Understanding the dynamics of the electrolyte-gated perovskite-brownmillerite transformation in La_0.5Sr_0.5CoO_3-δ

Voltage-driven redox cycling between fully oxygenated perovskite (P) and oxygen-vacancy-ordered brownmillerite (BM) phases is now well established in electrolyte-gated perovskite cobaltite films (e.g., La_0.5Sr_0.5CoO_3-δ, LSCO), enabling exceptional reversible modulation of electronic, magnetic, thermal, and optical properties.

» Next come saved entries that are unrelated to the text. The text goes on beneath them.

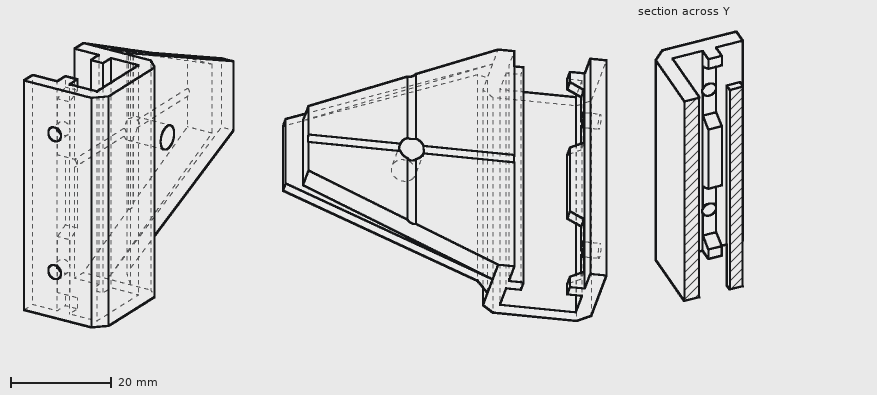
import cadquery as cq

width = 18.5
length = 64.0
height = 50.0

wall = 3.3
channel_length = 22.0
outer_chamfer = 2.5
lip_depth = 3.0
lip_start = 5.8
lip_thickness = 2.9
lip_end = lip_start + lip_thickness
arm_inner_face = channel_length - wall

plate_end_height = 15.0
gusset_leg = 2.5
pad_setback = 3.5
pad_end = length - pad_setback

center_hole_diameter = 5.0
center_y = 39.5
groove_radius = 1.0
groove_depth = 0.5

screw_diameter = 3.0
screw_spacing = 30.0
screw_x = 7.3
relief_bottom_width = 12.2
relief_top_width = 15.2
relief_floor = 0.15


def prism(points):
    """Extrude an XY outline over the full height, centred on Z = 0."""
    return cq.Workplane("XY").polyline(points).close().extrude(height / 2, both=True)


def box(x_range, y_range):
    """Full-height block between two X and two Y positions."""
    (x0, x1), (y0, y1) = x_range, y_range
    return prism([(x0, y0), (x1, y0), (x1, y1), (x0, y1)])


def channel():
    """C-shaped channel, open towards -X, with a lip inside each arm."""
    body = box((0, width), (0, channel_length)).edges("|Z and >X").chamfer(outer_chamfer)
    body = body.cut(box((0, width - wall), (wall, arm_inner_face)))
    front_lip = box((lip_start, lip_end), (wall, wall + lip_depth))
    rear_lip = box((lip_start, lip_end), (arm_inner_face - lip_depth, arm_inner_face))
    return body.union(front_lip).union(rear_lip)


def taper(end_y):
    """Trapezoid in YZ, full height at the channel and narrow at end_y, across all X."""
    outline = [
        (channel_length, -height / 2),
        (end_y, -plate_end_height / 2),
        (end_y, plate_end_height / 2),
        (channel_length, height / 2),
    ]
    return cq.Workplane("YZ").polyline(outline).close().extrude(width)


def plate():
    """Tapered plate with a triangular gusset against the channel."""
    outline = [
        (lip_start, channel_length),
        (lip_end + gusset_leg, channel_length),
        (lip_end, channel_length + gusset_leg),
        (lip_end, length),
        (lip_start, length),
    ]
    return prism(outline).intersect(taper(length))


def pad():
    """Raised tapered pad on the -X face of the plate."""
    return box((0, lip_start), (channel_length, pad_end)).intersect(taper(pad_end))


def grooves():
    """Crossing round grooves in the -X face, one along Y and one along Z."""
    axis_x = groove_depth - groove_radius
    along_y = (
        cq.Workplane("XZ", origin=(axis_x, arm_inner_face, 0))
        .circle(groove_radius)
        .extrude(arm_inner_face - pad_end)
    )
    along_z = (
        cq.Workplane("XY", origin=(axis_x, center_y, 0))
        .circle(groove_radius)
        .extrude(height / 2, both=True)
    )
    return along_y.union(along_z)


def center_hole():
    """Through hole along X at the crossing of the grooves."""
    return cq.Workplane("YZ").center(center_y, 0).circle(center_hole_diameter / 2).extrude(width)


def screw_cut(z):
    """Screw hole through the front arm and the flared relief in its lip, at height z."""
    floor_y = wall + relief_floor
    lip_top = wall + lip_depth
    hole = (
        cq.Workplane("XZ", origin=(screw_x, 0, z))
        .circle(screw_diameter / 2)
        .extrude(-lip_top)
    )
    outline = [
        (floor_y, z - relief_bottom_width / 2),
        (lip_top, z - relief_top_width / 2),
        (lip_top, z + relief_top_width / 2),
        (floor_y, z + relief_bottom_width / 2),
    ]
    relief = (
        cq.Workplane("YZ", origin=(lip_start, 0, 0))
        .polyline(outline)
        .close()
        .extrude(lip_thickness)
    )
    return hole.union(relief)


result = channel().union(plate()).union(pad())
result = result.cut(grooves()).cut(center_hole())
for screw_z in (-screw_spacing / 2, screw_spacing / 2):
    result = result.cut(screw_cut(screw_z))

However, reports on the dynamics of such gated transformations are scarce, likely due to the complexity of understanding the simultaneous ion migration in both the electrolyte and oxide. Here, we systematically study the switching speed of electrolyte-gated P↔BM transformations in epitaxial LSCO films. Sweep-rate-dependent gate-voltage hysteresis loops reveal a clear LSCO-thickness-dependent trade-off between switching time and ON/OFF ratio, which is only weakly dependent on side- vs. top-gate device designs. Under optimal conditions in 10-unit-cell-thick P LSCO films, we find a time to form the first BM phase of 3 s, a time to eliminate the last P phase of 60 s, and a time to hit >10⁵ ON/OFF of ~700 s. The latter times exceed estimated times for electrolyte ion migration (1 s) and O diffusion in P LSCO (<1 s), suggesting a role for slower O diffusion in the BM and mixed P/BM phases.